Let's say I'm updating row which is located in the middle of the file. There is no way to write in the middle of the file without losing second part. If we split file into 2 part, write some data, second part of the file should by copied somewhere (in memory or into another file) and then appended to the first part of file. What rdbms does internally in this case ?

Maybe instead of modifying whole file rdbms append modified row with newer version to the file and keep old record unmodifed. If it's true, I have same questions about indexes. What if b-tree insertion occurs, index file must be modified in an arbitrary place of the file. Does rdbms rewrite whole index file on each update/insert ?

Gordon Linoff
  • 1,242,037
  • 58
  • 646
  • 786
user12384512
  • 3,362
  • 10
  • 61
  • 97
  • In gerneral, RDBMS try to keep the index in RAM – Basile Starynkevitch Jul 29 '17 at 19:01
  • 1
    This isn't a good question for Stack Overflow as it has multiple questions within and isn't clear what it is asking. – AStopher Jul 29 '17 at 19:02
  • 1
    No, the index is not re-written with every change - that's why it gets fragmented and needs to be reorganized or rebuilt from time to time. – Filburt Jul 29 '17 at 19:06
  • 3
    `There is no way to write in the middle of the file without losing second part.` -- You probably learned this rule when you were working with text files. It doesn't apply to file formats that are designed to be efficiently updateable. –  Jul 29 '17 at 19:15
  • @WumpusQ.Wumbley Misterios file formats designed by NASA ....You cannot insert in the middle of the file https://stackoverflow.com/questions/30642827/how-to-write-to-middle-of-a-file-in-c – Anton Jul 29 '17 at 19:26
  • 1
    Postgres did not modify files on each update. Updated and deleted rows are not hysically removed. From docs - VACUUM reclaims storage occupied by dead tuples. In normal PostgreSQL operation, tuples that are deleted or obsoleted by an update are not physically removed from their table; they remain present until a VACUUM is done. Not sure how they deal with indexes. – Anton Jul 29 '17 at 19:30

1 Answers1

0

This is too long for a comment.

Your fixation on the segment size is amusingly misplaced. The use of "segments" to break up individual files is not particularly common across databases. The alternative mechanism of storing data in table spaces assigned to one or more files, with one physical file storing pages from multiple tables is also common. And there are other alternatives as well (consider columnar data stores). That is the least important part of the storage mechanism in Postgres or any other database.

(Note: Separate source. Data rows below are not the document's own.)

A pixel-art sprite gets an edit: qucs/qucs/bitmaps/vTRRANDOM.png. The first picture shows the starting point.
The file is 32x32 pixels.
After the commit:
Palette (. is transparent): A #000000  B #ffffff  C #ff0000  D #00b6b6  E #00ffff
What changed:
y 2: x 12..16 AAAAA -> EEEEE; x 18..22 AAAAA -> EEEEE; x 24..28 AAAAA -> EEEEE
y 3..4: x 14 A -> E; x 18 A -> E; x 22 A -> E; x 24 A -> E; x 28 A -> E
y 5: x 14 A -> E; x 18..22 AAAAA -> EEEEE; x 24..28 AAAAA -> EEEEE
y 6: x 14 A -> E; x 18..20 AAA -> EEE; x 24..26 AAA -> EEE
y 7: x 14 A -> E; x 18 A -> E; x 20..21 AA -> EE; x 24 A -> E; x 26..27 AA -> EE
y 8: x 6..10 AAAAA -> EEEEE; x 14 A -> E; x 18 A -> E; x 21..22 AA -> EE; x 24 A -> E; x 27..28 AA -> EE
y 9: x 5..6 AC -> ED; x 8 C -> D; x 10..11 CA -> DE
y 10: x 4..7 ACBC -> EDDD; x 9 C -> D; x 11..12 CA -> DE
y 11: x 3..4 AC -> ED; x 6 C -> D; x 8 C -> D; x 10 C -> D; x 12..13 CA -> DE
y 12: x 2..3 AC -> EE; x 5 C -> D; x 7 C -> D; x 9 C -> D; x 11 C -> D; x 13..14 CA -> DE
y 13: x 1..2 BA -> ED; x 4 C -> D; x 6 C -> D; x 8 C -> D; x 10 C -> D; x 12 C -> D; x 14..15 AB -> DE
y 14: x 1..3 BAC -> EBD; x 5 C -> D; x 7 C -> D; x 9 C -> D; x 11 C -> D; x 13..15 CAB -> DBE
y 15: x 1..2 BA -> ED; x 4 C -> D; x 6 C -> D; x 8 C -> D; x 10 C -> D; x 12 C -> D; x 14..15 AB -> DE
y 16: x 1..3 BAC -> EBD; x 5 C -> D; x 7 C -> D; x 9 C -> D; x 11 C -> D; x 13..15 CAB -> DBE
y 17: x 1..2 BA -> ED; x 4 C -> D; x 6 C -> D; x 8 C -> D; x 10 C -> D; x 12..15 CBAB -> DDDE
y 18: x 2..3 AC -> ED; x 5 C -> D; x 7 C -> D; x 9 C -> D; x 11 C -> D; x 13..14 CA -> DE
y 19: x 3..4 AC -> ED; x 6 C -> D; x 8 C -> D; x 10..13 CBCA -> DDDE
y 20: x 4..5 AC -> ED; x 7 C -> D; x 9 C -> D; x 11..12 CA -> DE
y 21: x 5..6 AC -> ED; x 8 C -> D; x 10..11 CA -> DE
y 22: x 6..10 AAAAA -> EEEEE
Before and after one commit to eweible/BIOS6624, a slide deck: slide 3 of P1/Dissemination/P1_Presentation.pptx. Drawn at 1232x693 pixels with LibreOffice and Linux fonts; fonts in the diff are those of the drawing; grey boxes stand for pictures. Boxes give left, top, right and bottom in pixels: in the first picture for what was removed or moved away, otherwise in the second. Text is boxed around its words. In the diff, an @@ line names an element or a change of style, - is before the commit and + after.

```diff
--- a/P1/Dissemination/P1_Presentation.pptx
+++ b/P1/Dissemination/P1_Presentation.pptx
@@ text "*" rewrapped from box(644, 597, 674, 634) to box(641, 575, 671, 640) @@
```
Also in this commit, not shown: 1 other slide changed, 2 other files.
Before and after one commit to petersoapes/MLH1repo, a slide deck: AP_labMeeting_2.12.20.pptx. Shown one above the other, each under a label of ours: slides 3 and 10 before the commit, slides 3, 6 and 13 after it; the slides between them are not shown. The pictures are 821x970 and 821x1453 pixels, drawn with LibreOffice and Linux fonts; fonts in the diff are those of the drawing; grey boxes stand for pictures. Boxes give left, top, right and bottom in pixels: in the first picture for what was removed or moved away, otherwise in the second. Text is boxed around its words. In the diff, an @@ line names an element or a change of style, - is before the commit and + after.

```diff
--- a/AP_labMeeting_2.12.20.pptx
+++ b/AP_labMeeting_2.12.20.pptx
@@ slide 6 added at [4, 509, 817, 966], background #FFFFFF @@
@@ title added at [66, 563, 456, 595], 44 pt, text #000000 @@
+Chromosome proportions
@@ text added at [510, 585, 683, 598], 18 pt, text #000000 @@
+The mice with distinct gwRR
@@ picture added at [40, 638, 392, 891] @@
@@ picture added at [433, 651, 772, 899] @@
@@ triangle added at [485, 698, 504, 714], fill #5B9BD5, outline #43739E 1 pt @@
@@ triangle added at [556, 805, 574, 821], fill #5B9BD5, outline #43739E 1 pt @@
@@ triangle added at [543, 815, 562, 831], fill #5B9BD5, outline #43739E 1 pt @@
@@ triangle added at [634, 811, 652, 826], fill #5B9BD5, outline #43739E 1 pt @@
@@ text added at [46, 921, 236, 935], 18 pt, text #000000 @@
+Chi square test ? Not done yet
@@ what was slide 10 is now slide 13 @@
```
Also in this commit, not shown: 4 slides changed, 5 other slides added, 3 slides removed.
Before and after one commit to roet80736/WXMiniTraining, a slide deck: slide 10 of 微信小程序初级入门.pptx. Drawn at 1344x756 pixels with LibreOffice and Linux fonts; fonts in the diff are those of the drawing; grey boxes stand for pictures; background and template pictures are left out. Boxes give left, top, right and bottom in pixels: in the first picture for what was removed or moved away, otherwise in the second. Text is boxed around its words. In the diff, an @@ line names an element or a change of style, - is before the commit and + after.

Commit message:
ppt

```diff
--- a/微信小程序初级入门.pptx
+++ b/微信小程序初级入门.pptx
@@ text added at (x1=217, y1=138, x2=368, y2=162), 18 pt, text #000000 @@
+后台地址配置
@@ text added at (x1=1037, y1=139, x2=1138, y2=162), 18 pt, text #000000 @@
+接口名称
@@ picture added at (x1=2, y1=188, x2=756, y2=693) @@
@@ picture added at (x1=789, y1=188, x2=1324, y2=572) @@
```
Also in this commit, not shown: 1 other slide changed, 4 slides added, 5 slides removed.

In general, relational databases store tables on pages. The page layout for Postgres is described in the documentation. The most important thing is that these are fixed sized blocks that contain rows (or parts of rows).

When pages are referenced in queries, they are read into memory "1" at a time -- the "1" is in quotes because adjacent pages are often read in as a block. These pages are managed in memory caches, while needed by queries, sometimes being swapped out or written to disk as necessary.

Pages can have empty space in them. Segments can have empty pages. When you insert a record, it may go at the end of the last page or on some earlier page, depending on where there is space and other considerations.

Indexes are also organized on pages -- in fact, using the same page layout (although the terminology is slightly different). The mechanics of inserting a row in an index can involve the creation of new pages ("page splits") or simply inserting a row on an existing page.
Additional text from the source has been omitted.